Yoshiro Mori, president of the Tokyo 2020 Olympics organising committee, is set to step down over sexist remarks he made that women talked too much, the Fuji News Network reported on Thursday.
The comments, made at a Japanese Olympic Committee board meeting in the first week of February, set off a firestorm at home and abroad and could become the latest obstacle to the 2020 Summer Games, already postponed for a year due to the coronavirus pandemic.
Mori is likely to express his intention to step down on Friday when organisers of the Tokyo Olympics will hold a gathering of executive board members, the Mainichi daily newspaper reported. The meeting was organised over Mori's remark.
At a hastily called news conference on February 4, Mori retracted his remarks and said they were "inappropriate" and against the Olympic spirit, but he declined, at that point, to resign.
When pressed on whether he really thought women talked too much, he said: "I don't listen to women that much lately, so I don't know".
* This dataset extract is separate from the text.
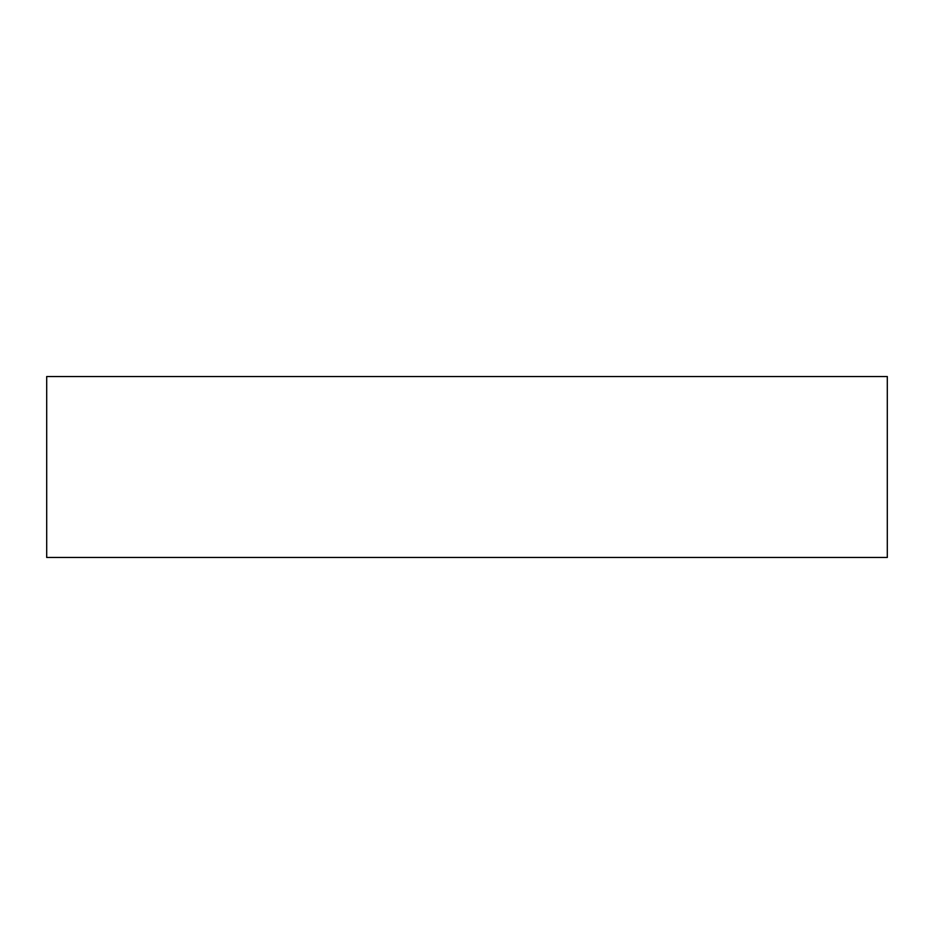 <?xml version="1.0" encoding="UTF-8"?>
<svg xmlns="http://www.w3.org/2000/svg" width="934" height="934" viewBox="0 0 934 934"><rect width="100%" height="100%" fill="white"/><g stroke="black" fill="none" stroke-linecap="round" stroke-linejoin="round"><path stroke-width="1.4" d="M840.18 557.47L853.244 557.47L840.18 557.47M93.82 557.47L80.756 557.47L93.82 557.47M46.7 376.53L46.7 557.47L887.3 557.47L887.3 376.53L46.7 376.53L887.3 376.53L887.3 557.47L46.7 557.47L46.7 376.53"/></g></svg>

A former prime minister whose tenure was marred by gaffes and blunders, Mori's comments drew sharp comments on social media and in parliament, with opposition lawmakers demanding his resignation.
The Tokyo Games had overcome a number of obstacles, including ballooning costs and a plagiarism scandal involving the official logo, before being postponed by the coronavirus pandemic.
Nearly 80 per cent of the Japanese public are opposed to holding the Summer Games as scheduled this year due to concerns about the coronavirus, recent polls show.